Он ждал. Он теперь точно так же не знал, что она ответит!
«Странные они все-таки», – подумала Нелька.
– Даня! – сказала она. – Ну что ты так жалобно на меня смотришь?
– А как мне еще смотреть? Я же не знаю, что ты ответишь.
– Вот именно. Странные вы люди!
– Кто – мы?
– Мужчины. Ты же разведчик – и не догадываешься, что я отвечу?
– Представь себе.
– Я останусь с тобой. А ты что думал?
– Я… – И тут он рассмеялся с такой беззаботностью, с таким простым счастьем, какого и предположить было нельзя в том закрытом, сдержанном человеке, каким он стал. – Я полный дурак, Нелька!
– Почему?
Она тоже улыбнулась.
– Потому что думал… Я думал как будто не о тебе! Ну, понимаешь, – объяснил он в ответ на ее недоуменный взгляд, – я думал, что ты, может быть, скажешь: нам стоит попробовать, надо пожить некоторое время вместе, возможно, не совсем вместе, а просто повстречаться, присмотреться друг к другу… Я полный дурак! – повторил он. – Надо совсем тебя не знать, чтобы подумать, что ты не сделаешь сразу, а начнешь рассуждать.

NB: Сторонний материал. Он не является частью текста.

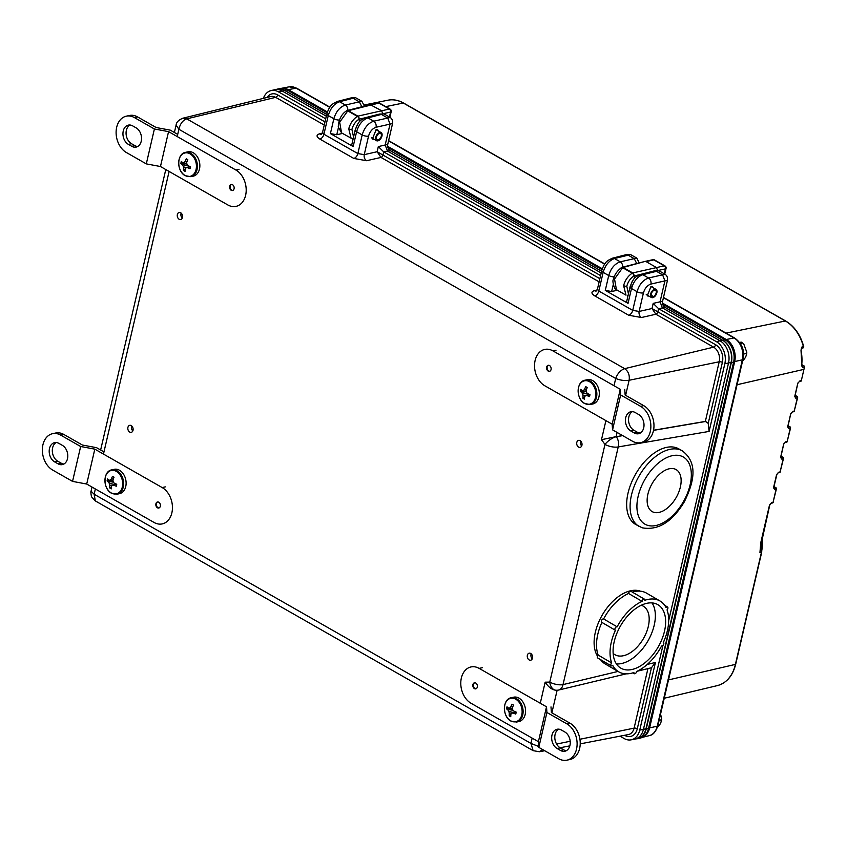 <?xml version="1.0" encoding="UTF-8"?>
<svg xmlns="http://www.w3.org/2000/svg" width="847" height="847" viewBox="0 0 847 847"><rect width="100%" height="100%" fill="white"/><g stroke="black" fill="none" stroke-linecap="round" stroke-linejoin="round"><path stroke-width="1.27" d="M623.614 285.619C625.097 280.166 627.976 276.016 632.233 273.168L622.64 267.694L614.541 279.023L616.447 289.695L626.007 295.148L623.614 285.619A2.319 0.879 13.1 0 0 626.791 286.222L628.442 293.856M639.972 274.597L633.905 275.974A2.319 1.281 -121 0 0 632.233 273.168A2.319 1.334 -60.3 0 1 632.741 272.946L664.292 265.831L653.842 259.881L646.049 261.585L656.499 267.546L657.664 270.585M341.574 132.894L338.26 126.986C338.673 119.512 341.447 114.123 346.571 110.809A2.319 1.323 57.4 0 1 347.768 110.893L339.658 122.222L341.574 132.894L352.49 138.919A2.319 1.853 -74.1 0 1 352.151 138.77L351.124 138.347L348.742 128.818C350.224 123.366 353.093 119.215 357.36 116.367A2.319 1.281 59 0 1 359.033 119.183C355.507 121.523 353.135 124.933 351.918 129.422L353.559 137.055M355.147 130.237L357.212 124.943M630.02 287.027L632.084 281.733M387.598 146.309L602.281 268.774M346.836 110.703A2.319 1.694 75.6 0 1 347.238 110.512L370.181 104.615L381.616 110.745L382.78 113.784M281.013 88.406A16.919 12.292 77.6 0 1 281.32 88.342A16.919 12.292 77.6 0 1 288.276 89.655L327.397 111.973M662.481 303.11L726.207 339.467A16.919 12.292 77.6 0 1 734.688 361.595L649.596 727.954A16.919 12.292 77.6 0 1 642.513 737.229M801.686 365.332L802.797 367.683A1.165 0.858 -101.7 0 0 802.204 366.222L803.761 365.904A1.165 0.858 78.3 0 1 804.354 367.354L804.354 366.815M802.363 347.916A1.165 0.858 -104.9 0 0 802.892 347.99L801.442 348.361A1.165 0.858 -104.9 0 0 801.865 347.048L801.008 350.213L801.887 366.179M801.865 347.048L803.411 346.624A37.003 26.871 -102.4 0 0 785.402 320.981L726.038 333.125M735.503 664.027L735.672 664.334C732.729 675.917 726.62 683 717.356 685.604A37.003 26.871 -102.4 0 0 735.376 664.546L761.389 552.562A1.165 0.942 -78.6 0 0 761.4 552.54L759.939 552.445A1.165 0.911 -89.6 0 0 759.95 552.413L761.506 552.022M353.104 139.003A2.319 2.319 0 0 1 352.49 138.919A2.319 1.853 -74.1 0 0 353.125 138.961M346.571 110.809A2.319 2.319 0 0 1 347.238 110.512A2.319 1.694 75.6 0 1 348.276 110.671L357.868 116.145A2.319 1.641 77.2 0 1 359.033 119.183L365.089 117.797M626.791 286.222C628.019 281.733 630.39 278.324 633.905 275.974A2.319 1.641 -102.8 0 0 632.741 272.946L623.159 267.472A2.319 1.694 -104.4 0 0 622.122 267.313A2.319 1.694 -104.4 0 0 621.719 267.504M621.444 267.61A2.319 1.323 -122.6 0 1 622.64 267.694A2.319 1.334 -60.3 0 1 623.159 267.472L645.065 261.416L622.122 267.313A2.319 2.319 0 0 0 621.444 267.61C616.934 271.135 614.276 275.074 613.493 279.425C611.65 280.548 614.911 290.86 616.447 289.695M627.955 295.762A2.319 1.673 79.6 0 0 627.998 295.772A2.319 1.853 105.9 0 1 627.362 295.719A2.319 2.319 0 0 0 627.987 295.804M759.939 552.445L760.977 541.815L769.489 505.14L771.49 502.705L773.067 502.303L776.117 489.153A1.165 0.858 -101.7 0 0 775.545 487.628L774.01 486.76M776.138 488.55L774.56 489.471A1.165 0.858 -101.7 0 0 773.989 487.957L775.545 487.628A1.165 0.667 -60.3 0 1 776.085 488.37M774.56 489.471L773.533 487.724L776.561 474.712L778.552 472.277A1.165 0.847 75.8 0 1 778.001 472.933L779.579 472.531A1.165 1.165 0 0 0 780.426 471.673L780.256 471.356M778.552 472.277L780.129 471.874A1.165 0.847 75.8 0 1 779.579 472.531M783.623 444.294L785.074 442.505A1.165 0.847 75.8 0 0 785.624 441.848L783.623 444.294L780.606 457.295L781.633 459.042L783.486 458.513L780.129 471.874L783.189 458.725A1.165 0.858 -101.7 0 0 782.607 457.2L781.072 456.332M781.633 459.042A1.165 0.858 -101.7 0 0 781.05 457.528L782.607 457.2A1.165 0.667 -60.3 0 1 783.157 457.941M785.624 441.848L787.202 441.456A1.165 0.847 75.8 0 1 786.651 442.113A1.165 1.165 0 0 0 787.498 441.245L787.318 440.927M790.696 413.865L792.136 412.076A1.165 0.847 75.8 0 0 792.686 411.42L790.696 413.865L787.668 426.877L788.695 428.624L790.547 428.095L787.202 441.456L790.251 428.296A1.165 0.858 -101.7 0 0 789.679 426.782L788.144 425.903M788.695 428.624A1.165 0.858 -101.7 0 0 788.123 427.1L789.679 426.782A1.165 0.667 -60.3 0 1 790.219 427.513M792.686 411.42L794.264 411.028A1.165 0.847 75.8 0 1 793.713 411.684A1.165 1.165 0 0 0 794.56 410.816L794.38 410.509M797.758 383.437L799.208 381.658A1.165 0.847 75.8 0 0 799.759 381.002L797.758 383.437L794.74 396.449L795.767 398.196L797.62 397.667L794.264 411.028L797.323 397.868A1.165 0.858 -101.7 0 0 796.741 396.354L795.206 395.475M795.767 398.196A1.165 0.858 -101.7 0 0 795.185 396.671L796.741 396.354A1.165 0.667 -60.3 0 1 797.292 397.095M803.432 346.688L803.411 346.624A1.165 0.858 -104.9 0 1 802.892 347.99L802.892 347.99A1.165 1.165 0 0 0 803.718 346.582C800.436 334.819 794.433 326.307 785.72 321.024A1.165 0.667 -60.3 0 1 785.921 321.288M799.759 381.002L801.336 380.599A1.165 0.847 75.8 0 1 800.786 381.256A1.165 1.165 0 0 0 801.633 380.398L801.453 380.081M800.997 350.182L801.442 348.361M760.786 542.673L759.95 552.413A38.74 28.131 77.6 0 0 760.871 543.658M760.977 541.815L761.093 541.286M771.49 502.705A1.165 0.847 75.8 0 1 770.939 503.362L772.517 502.959A1.165 1.165 0 0 0 773.364 502.102L773.184 501.784M774.042 486.633L775.863 487.671A1.165 1.165 0 0 1 776.413 488.941L773.067 502.303A1.165 0.847 75.8 0 1 772.517 502.959M374.025 139.268L372.352 139.099L376.153 129.665L377.709 129.856L378.694 131.2M648.791 296.09L647.235 295.889L651.025 286.455L652.582 286.657L653.566 288.001M129.718 432.086A3.6 2.615 -102.4 0 0 131.243 432.351A3.6 2.615 -102.4 0 0 133.138 429.313A3.6 2.615 -102.4 0 0 131.221 425.596A3.6 2.615 -102.4 0 0 129.697 425.332A3.6 2.615 -102.4 0 0 127.812 428.37A3.6 2.615 -102.4 0 0 129.718 432.086M179.151 219.246A3.6 2.615 -102.4 0 0 180.686 219.511A3.6 2.615 -102.4 0 0 182.571 216.472A3.6 2.615 -102.4 0 0 180.665 212.756A3.6 2.615 -102.4 0 0 179.141 212.491A3.6 2.615 -102.4 0 0 177.245 215.53A3.6 2.615 -102.4 0 0 179.151 219.246M578.607 447.11A3.6 2.615 -102.4 0 0 580.131 447.375A3.6 2.615 -102.4 0 0 582.027 444.326A3.6 2.615 -102.4 0 0 580.11 440.62A3.6 2.615 -102.4 0 0 578.586 440.345A3.6 2.615 -102.4 0 0 576.701 443.394A3.6 2.615 -102.4 0 0 578.607 447.11M529.174 659.951A3.6 2.615 -102.4 0 0 530.698 660.215A3.6 2.615 -102.4 0 0 532.594 657.166A3.6 2.615 -102.4 0 0 530.677 653.461A3.6 2.615 -102.4 0 0 529.153 653.185A3.6 2.615 -102.4 0 0 527.258 656.234A3.6 2.615 -102.4 0 0 529.174 659.951M326.317 116.187L282.062 90.936A17.014 12.356 -102.4 0 0 275.063 89.623A17.014 12.356 -102.4 0 0 274.619 89.718L271.008 90.608A16.919 12.292 -102.4 0 0 263.375 98.368M326.72 114.43L284.645 90.428A16.951 12.303 -102.4 0 0 277.678 89.115L275.063 89.623M342.506 133.434L336.778 134.737L330.404 133.593L333.856 118.739C336.005 111.529 339.848 106.955 345.385 105.028L359.372 101.852L353.083 98.252L339.594 101.725C334.194 103.705 330.425 108.321 328.265 115.552L323.925 134.239L322.538 132.45L321.532 134.165M361.838 106.764L359.372 101.852L361.913 101.312L355.708 97.776L351.198 97.892L337.519 101.407C332.172 103.99 329.959 104.774 326.868 113.816L322.538 132.45M600.587 275.603L383.723 151.899L378.323 146.573L385.173 145.017L390.043 124.086L387.714 118.019L381.415 114.419L367.937 117.892C362.537 119.872 358.768 124.477 356.608 131.719L353.157 146.573L351.759 144.816L355.2 129.983A4.637 1.747 13.1 0 0 356.608 131.719L362.188 134.906C364.348 127.696 368.191 123.122 373.728 121.195L390.255 117.479L384.051 113.943L379.53 114.059L365.862 117.564A4.637 3.388 -104.4 0 1 367.937 117.892L373.728 121.195A4.637 3.293 -102.8 0 1 376.057 127.262C372.447 128.5 369.948 131.444 368.551 136.113L364.242 154.652L377.127 151.729L599.867 278.695M601.19 272.978L387.503 151.084L385.173 145.017L387.714 144.477L392.574 123.546L376.057 127.262M601.603 271.231L390.043 150.544L383.776 151.931M636.722 263.565L634.255 258.653L636.785 258.113L630.592 254.576L614.477 258.526C609.078 260.505 605.298 265.111 603.149 272.353L598.808 291.04L597.41 289.24L601.741 270.617A4.637 1.747 -166.9 0 0 603.149 272.353L608.728 275.54C610.878 268.33 614.721 263.756 620.269 261.829L634.255 258.653L627.955 255.053L626.071 254.693L612.402 258.197C607.045 260.791 604.832 261.575 601.741 270.617M668.675 620.682L728.526 363.003A17.014 12.356 -102.4 0 0 719.992 340.748L662.386 307.885L660.057 301.818L662.587 301.278L667.457 280.346L664.916 280.886L662.598 274.809L665.128 274.28L658.924 270.744L642.809 274.693C637.42 276.673 633.641 281.278 631.491 288.52L628.04 303.374L626.642 301.617L630.083 286.784A4.637 1.747 13.1 0 0 631.491 288.52L637.071 291.696C639.22 284.497 643.064 279.923 648.601 277.996L662.598 274.809L656.298 271.22L654.413 270.86L640.745 274.364A4.637 3.388 -104.4 0 1 642.809 274.693L648.601 277.996A4.637 3.293 -102.8 0 1 650.93 284.063C647.32 285.301 644.821 288.245 643.434 292.914L639.125 311.452L651.999 308.53L715.62 344.729A13.499 9.804 77.6 0 1 722.385 362.378L708.219 423.362L709.108 431.419L724.82 363.765A16.919 12.292 -102.4 0 0 716.34 341.637L658.606 308.7L653.196 303.374L660.057 301.818L664.916 280.886L650.93 284.063M620.015 736.17L624.154 738.531A16.919 12.292 -102.4 0 0 631.11 739.844L634.763 739.135A17.014 12.356 -102.4 0 0 635.208 739.039L637.791 738.404A16.951 12.303 -102.4 0 0 645.975 728.769L731.077 362.41A16.951 12.303 -102.4 0 0 722.576 340.24L664.916 307.345L658.659 308.732M635.208 739.039A17.014 12.356 -102.4 0 0 643.434 729.362L662.905 645.541M663.561 642.704L663.932 641.084M596.256 290.997A4.637 3.388 -104.4 0 1 594.329 290.637C591.026 291.802 591.174 293.56 594.774 295.889L628.696 315.243L641.454 317.519A4.637 3.293 77.2 0 1 639.125 311.452L632.73 310.383L637.071 291.696A4.637 1.747 -166.9 0 0 643.434 292.914M321.384 134.197A4.637 3.388 75.6 0 1 319.457 133.847C316.153 135.001 316.291 136.759 319.891 139.099A4.637 2.668 -60.3 0 0 323.925 134.239L357.858 153.582A4.637 2.668 -60.3 0 1 353.813 158.442L366.571 160.718A4.637 3.293 77.2 0 1 364.242 154.652L357.858 153.582L362.188 134.906A4.637 1.747 -166.9 0 0 368.551 136.113M325.703 118.802L278.409 91.825A16.919 12.292 -102.4 0 0 271.008 90.608M631.11 739.844A16.919 12.292 -102.4 0 0 639.729 730.125L655.44 662.47L651.459 667.754L637.293 728.738A13.499 9.804 77.6 0 1 624.874 735.44L624.599 735.291M708.219 423.362L705.35 421.404L653.535 430.244M641.232 432.351L638.564 432.806M622.534 435.538L616.33 436.713A9.666 7.02 80.3 0 1 618.236 446.93L563.022 684.609L618.024 671.438M617.018 432.394L616.256 436.607M647.267 664.429L655.44 662.47M709.108 431.419L618.236 446.93A9.666 3.642 -166.9 0 1 604.98 444.41L601.486 439.699L605.912 420.62M626.071 254.693L630.592 254.576M636.785 258.113L639.252 262.909M654.413 270.86L658.924 270.744M665.128 274.28C667.055 275.677 667.828 277.7 667.457 280.346M662.587 301.278C662.216 303.925 662.989 305.947 664.916 307.345M351.198 97.892L355.708 97.776M361.913 101.312L364.379 106.108M379.53 114.059L384.051 113.943M390.255 117.479C392.182 118.876 392.955 120.899 392.574 123.546M387.714 144.477C387.333 147.124 388.117 149.146 390.043 150.544M705.35 421.404L719.209 361.775A11.18 8.121 -102.4 0 0 713.608 347.154L624.673 368.667C628.358 371.325 629.84 375.2 629.12 380.271C624.906 380.938 620.428 380.335 615.705 378.471L178.897 129.295C180.136 123.8 182.751 120.316 186.742 118.855L275.667 97.341A11.18 8.121 -102.4 0 0 270.786 96.547L182.814 118.231L186.742 118.855L624.673 368.667C620.618 370.086 617.622 373.347 615.705 378.471L614.022 385.734M542.694 749.584L539.423 751.744M330.404 133.593L353.157 146.573M617.389 290.225L611.65 291.527L605.277 290.394L628.04 303.374M531.207 653.842A3.6 2.615 -102.4 0 0 532.287 658.765M580.64 441.001A3.6 2.615 -102.4 0 0 581.72 445.924M181.184 213.137A3.6 2.615 -102.4 0 0 182.264 218.06M131.751 425.977A3.6 2.615 -102.4 0 0 132.831 430.901M637.113 671.248L651.459 667.754M557.453 690.199A9.666 6.575 -91.1 0 1 556.458 690.337A9.666 6.575 -91.1 0 1 549.777 682.089A9.666 3.642 -166.9 0 0 563.022 684.609A9.666 6.818 76.5 0 1 558.522 690.072L626.251 673.841M177.203 136.558L178.897 129.295L176.102 125.112M95.351 488.963L94.133 494.235L91.074 491.175C90.523 491.281 91.243 496.84 91.9 497.2L95.34 500.926L533.144 750.664L539.465 751.744L544.706 750.728M616.023 436.66L601.486 439.699M533.144 750.664L530.942 743.412L94.133 494.235L95.33 500.926M622.683 435.633L616.33 436.713A9.666 3.494 143.4 0 0 604.98 444.41L549.777 682.089L545.161 682.184C548.877 687.732 552.869 690.421 557.125 690.252M532.16 738.139L530.942 743.412L538.745 746.514M558.522 690.072A9.666 9.666 0 0 1 556.458 690.337L556.384 690.337M715.62 344.729A2.319 1.334 119.7 0 1 713.608 347.154L655.843 314.205L651.999 308.53L653.196 303.374M599.136 281.86L380.959 157.404L377.127 151.729L378.323 146.573M329.483 107.77A8.121 4.669 -60.3 0 1 330.404 106.478M377.974 139.956A3.632 2.086 -60.3 0 1 377.042 139.808A3.632 2.086 -60.3 0 1 377.031 135.615A3.632 2.086 -60.3 0 1 380.642 133.498A3.632 2.086 -60.3 0 1 381.023 136.949A3.632 2.086 -60.3 0 1 378.027 139.946L377.783 140.877A4.659 2.679 -60.3 0 0 381.626 137.034A4.659 2.679 -60.3 0 0 381.15 132.598A4.659 2.679 -60.3 0 0 376.513 135.319A4.659 2.679 -60.3 0 0 376.534 140.697A4.659 2.679 -60.3 0 0 377.73 140.877L377.974 139.956L376.449 139.077M378.027 139.946L376.428 139.035M604.356 264.571A8.121 4.669 -60.3 0 1 605.277 263.279M653.333 297.403L653.386 297.435A4.659 2.679 -60.3 0 0 656.69 293.358A4.659 2.679 -60.3 0 0 656.033 289.399A4.659 2.679 -60.3 0 0 651.396 292.12A4.659 2.679 -60.3 0 0 651.417 297.498A4.659 2.679 -60.3 0 0 653.333 297.456L653.408 296.577L651.184 295.317M653.408 296.577A3.632 2.086 -60.3 0 1 651.925 296.609A3.632 2.086 -60.3 0 1 651.904 292.416A3.632 2.086 -60.3 0 1 655.525 290.288A3.632 2.086 -60.3 0 1 656.033 293.369A3.632 2.086 -60.3 0 1 653.461 296.556L651.184 295.254M653.386 297.435L653.461 296.556M656.626 728.176C660.057 724.968 661.571 722.195 661.168 719.844L661.698 718.595L660.544 714.169M661.698 718.595L661.623 720.426L661.168 719.844L659.125 720.299M743.338 357.085A13.457 9.772 -102.4 0 0 740.447 343.935M741.728 361.807C745.159 358.609 746.673 355.835 746.271 353.485L746.789 352.236L743.655 343.67L742.554 343.035L743.655 343.67M746.789 352.236L746.715 354.057L746.271 353.485L743.592 354.067M740.214 343.554L742.554 343.035L741.21 342.103L739.484 342.474M635.695 668.347A36.739 21.588 120.3 0 0 662.894 636.722A36.739 21.588 120.3 0 0 657.875 604.684A36.739 21.588 120.3 0 0 643.021 604.483A36.739 21.588 120.3 0 0 615.822 636.108A36.739 21.588 120.3 0 0 620.83 668.145A36.739 21.588 120.3 0 0 635.695 668.347M616.415 663.921A36.739 21.588 120.3 0 0 625.425 662.343A36.739 21.588 120.3 0 0 650.761 635.388A36.739 21.588 120.3 0 0 652.021 602.916M613.154 653.386A28.11 16.517 120.3 0 0 614.911 654.699A28.11 16.517 120.3 0 0 626.282 654.847A28.11 16.517 120.3 0 0 647.087 630.655A28.11 16.517 120.3 0 0 643.254 606.145A28.11 16.517 120.3 0 0 641.253 605.256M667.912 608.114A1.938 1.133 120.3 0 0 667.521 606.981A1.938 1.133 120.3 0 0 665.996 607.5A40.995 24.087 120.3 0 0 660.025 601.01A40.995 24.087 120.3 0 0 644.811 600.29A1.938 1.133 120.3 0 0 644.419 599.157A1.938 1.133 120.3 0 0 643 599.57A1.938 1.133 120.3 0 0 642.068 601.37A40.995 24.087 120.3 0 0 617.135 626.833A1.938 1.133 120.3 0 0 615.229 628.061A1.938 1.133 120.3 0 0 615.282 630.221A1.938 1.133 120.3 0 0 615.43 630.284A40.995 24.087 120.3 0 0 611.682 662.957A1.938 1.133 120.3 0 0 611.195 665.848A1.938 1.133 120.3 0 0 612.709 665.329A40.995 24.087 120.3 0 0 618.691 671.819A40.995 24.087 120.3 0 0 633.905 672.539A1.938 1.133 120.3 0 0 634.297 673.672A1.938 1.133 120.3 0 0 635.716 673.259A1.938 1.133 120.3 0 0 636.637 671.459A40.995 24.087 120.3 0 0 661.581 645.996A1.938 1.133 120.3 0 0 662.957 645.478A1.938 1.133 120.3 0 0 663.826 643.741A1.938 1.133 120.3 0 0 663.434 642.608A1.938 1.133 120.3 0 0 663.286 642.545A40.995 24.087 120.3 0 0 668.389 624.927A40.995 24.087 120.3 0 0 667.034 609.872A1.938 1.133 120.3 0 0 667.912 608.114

– А ты меня знаешь? – хмыкнула она.
– Знаю. – Он крепко сжал Нелькины пальцы. – В этом все дело.
Все время, пока они разговаривали таким вот странным образом, на полуптичьем языке, ее рука лежала у Дани на плече, под его рукою. Она и тогда чувствовала, какие сильные у него пальцы, а теперь, когда он сжал их, Нелька вскрикнула.
– Ч-черт! – Он быстро поднес ее руку к своим губам и подул на нее. – Все-таки я от тебя отвык.
– Немудрено было отвыкнуть! – заметила Нелька. – Ладно, будем привыкать, куда теперь деваться.
– Тебе не будет скучно, Нель. Я тебя познакомлю со всеми художниками, – поспешно пообещал Даня. – Честное слово! Я их всех здесь знаю. Не зря меня и в молодости к ним тянуло. Их способность думать черт знает о чем посреди самодовольного мира чрезвычайно привлекательна. Тебе это тоже свойственно, по-моему.
– Да уж, – вздохнула Нелька, – в способности думать черт знает о чем мне не откажешь.
Она наконец оглядела комнату. И заметила деревянную фигурку, стоящую на полке у окна.
– Это тот шут? – улыбнулась Нелька, подходя поближе. – С дыркой от бублика? Из камчатской каменной березы.